- Born: 1635?
- Died: September 1691
- Occupation: Physician

= Richard Griffith (physician) =

English physician

Richard Griffith (1635? – September 1691) was an English physician.

==Early life==
Griffith was born about 1635. He was educated at Eton. On the recommendation of Cromwell and the council of state, he was appointed by the parliamentary visitors to a fellowship at University College, Oxford, on 1 September 1654. He graduated with a B.A. 7 July 1657, M.A. 3 May 1660, and had thoughts of becoming a preacher, However, ‘ not minded to conform he left the college, and applied his mind to the study of physic’. He took the degree of M.D. at Caen on 12 June 1664. He was admitted an honorary fellow of the Royal College of Physicians the following December.

== Career ==
He was created a fellow by the charter of James II and was admitted on 12 April 1687.

He was censor in 1688 and 1690, and registrar for 1690. For some years he practised at Richmond, Surrey.

== Legacy ==
He died in the parish of St. Nicholas Acons, London, in September 1691, and was buried in the church of Datchet, Buckinghamshire, near his deceased wife and child.
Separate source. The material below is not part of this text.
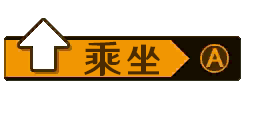
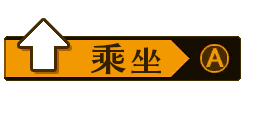
Layered file, before and after one edit (256 x 128). Changes by layer:
painted on "坐" over (x1=127, y1=44, x2=161, y2=75)
painted on "乘" over (x1=84, y1=41, x2=126, y2=76)
added layer "图层 2" above "图层 1" over (x1=84, y1=40, x2=161, y2=76)
painted on "图层 1" over (x1=4, y1=18, x2=241, y2=81)

In his will, dated on 4 Sept. 1691, and proved on the 8th, he mentions property at various places in Surrey and houses in Old Street, St. Luke's, London.
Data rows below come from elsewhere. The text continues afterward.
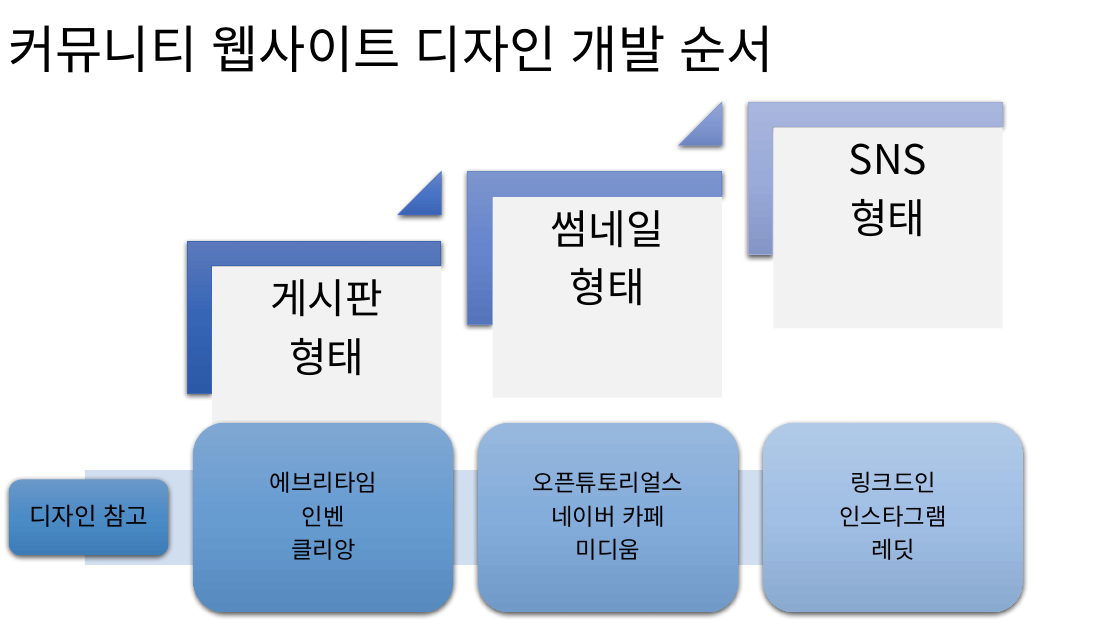
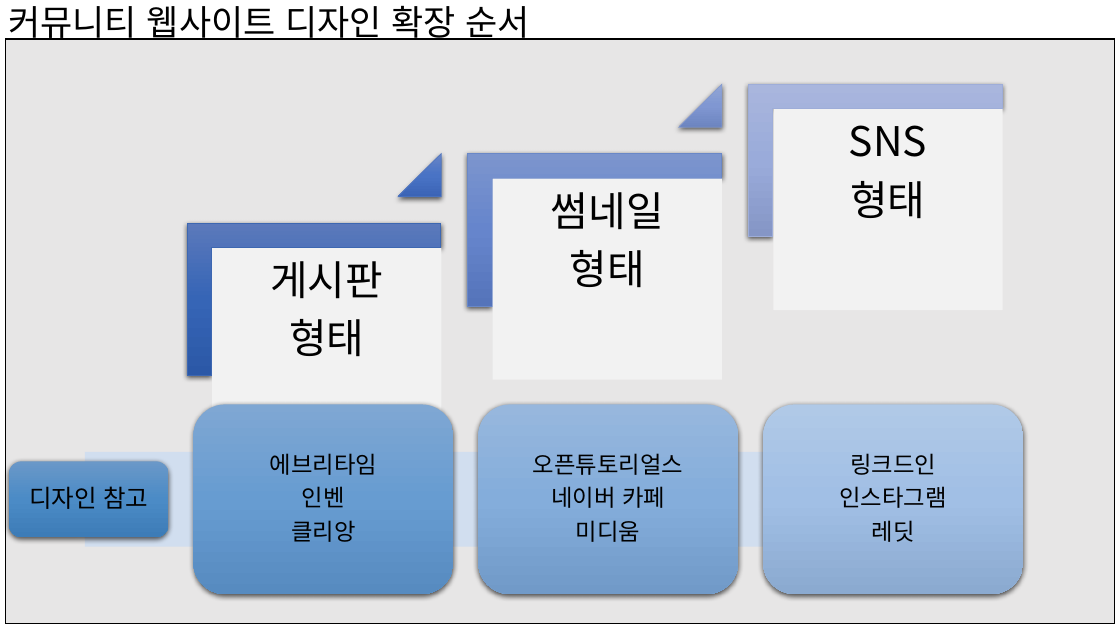
Before and after one commit to kkevin811015/MyDepartmentArchive, a slide deck: slide 3 of Documents/Requirements/service_order_client/raw/학과 커뮤니티 웹사이트 및 모바일 앱 개발 시스템 구성도.pptx. Drawn at 1120x630 pixels with LibreOffice and Linux fonts; fonts in the diff are those of the drawing. Boxes give left, top, right and bottom in pixels: in the first picture for what was removed or moved away, otherwise in the second. Text is boxed around its words. In the diff, an @@ line names an element or a change of style, - is before the commit and + after.

```diff
--- a/Documents/Requirements/service_order_client/raw/학과 커뮤니티 웹사이트 및 모바일 앱 개발 시스템 구성도.pptx
+++ b/Documents/Requirements/service_order_client/raw/학과 커뮤니티 웹사이트 및 모바일 앱 개발 시스템 구성도.pptx
@@ text at (8,5,530,40): text changed; size 44 to 30 pt @@
-커뮤니티 웹사이트 디자인 개발 순서
+커뮤니티 웹사이트 디자인 확장 순서
@@ rectangle added at (5,39,1115,623), fill #E7E6E6, outline #000000 1 pt @@
@@ triangle: place and size @@
-triangle at (398,171,442,215)
+triangle at (398,154,442,197)
@@ 7 texts, 4 rounded rectangles, 3 corners, 3 rectangles, 1 triangle, 1 right arrow: place and size @@
-7 texts, 4 rounded rectangles, 3 corners, 3 rectangles, 1 triangle, 1 right arrow at (9,102,1024,613)
+7 texts, 4 rounded rectangles, 3 corners, 3 rectangles, 1 triangle, 1 right arrow at (9,84,1024,594)
```
Also in this commit, not shown: 3 other slides changed.

He married, first by license dated 18 Jan. 1678–9, Jane Wheeler of Datchet. They had a son Richard, baptised at Richmond on 13 March 1679-80 (parish register). He was buried with his mother at Datchet. His second wife, Mary was the daughter of Richard Blackman, apparently of Punchins, near Stoke-next-Guildford, Surrey. She survived him without issue.
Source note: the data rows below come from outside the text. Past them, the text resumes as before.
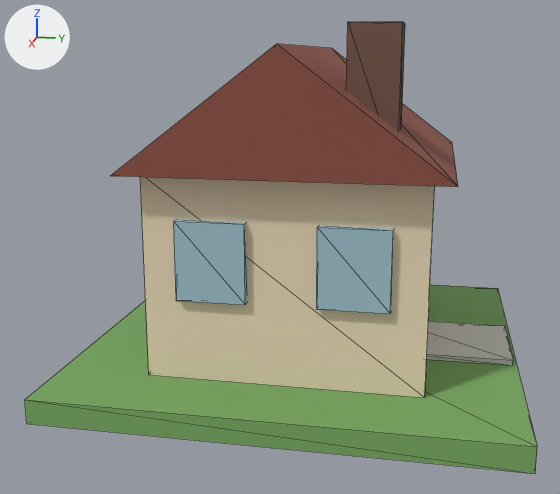
What one commit did to the glTF model assets/models/buildings/house-1.glb.
Before and after are seen from a 50 mm lens placed at (1.724, 0.279, 0.689), pointed at (0.039, -0.058, 0.267). Lighting does not change. The marker at upper left points along +X, +Y and +Z. The older version comes first. Mesh edges are drawn as thin lines. Vertices at exactly the same position are counted once.

In view in the first picture: 'house-1'.
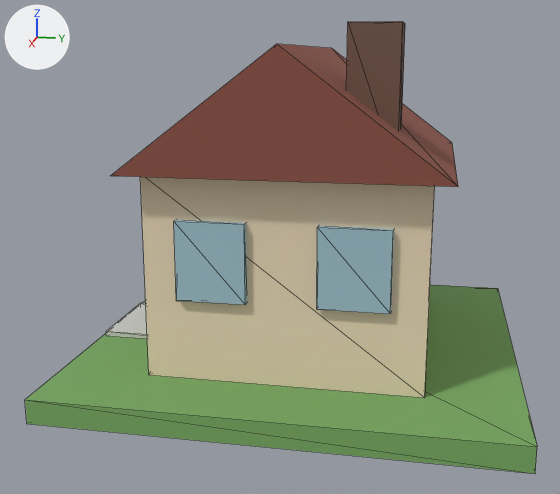
Pixel boxes [x1, y1, x2, y2] of what changed, in the pictures (560 x 494 px; the box of a moved part takes in the faces that stretch with it):
part 1 of me_cube, moved or reshaped
    before: [426, 321, 513, 366]
    after: [106, 303, 147, 339]

The change, as a diff of the scene's bpy script:
```diff
--- a/assets/models/buildings/house-1.glb.py
+++ b/assets/models/buildings/house-1.glb.py
@@ me_cube @@
 me_cube.from_pydata(...)  # 78 vertices, 116 faces; spans x -0.47..0.47, y -0.47..0.47, z 0.0..0.75
 # used by ob_house_1; location = (0.0, 0.0, 0.0)
+# me_cube part 1: the loose piece of 8 vertices spanning x -0.11..0.11, y 0.179..0.461, z 0.05..0.062 is moved by (0.0, -0.639, 0.0)
 me_cube.materials.append(mat_ml78a961)
```

Griffith was the author of a treatise entitled ‘A-la-Mode Phlebotomy no good fashion; or the copy of a Letter to Dr. [Francis] Hungerford [of Reading], complaining of…the phantastick behaviour and unfair dealing of some London physitians… Whereupon a fit occasion is taken to discourse of the profuse way of Blood-Letting,’ &c, 8vo, London, 1681. The immediate cause of Griffith's wrath was the treatment recommended by a London physician (formerly a 'journeyman' to Dr. Willis), who, summoned to see an aged lady patient of his at Richmond, insisted on her being let blood, which accelerated her death. Harwood, confuses Griffith with another Richard Griffith, a native of Abinger, Surrey, who passed from Eton to King's College, Cambridge, in 1629, and died in college at the close of 1642 (cf. Addit.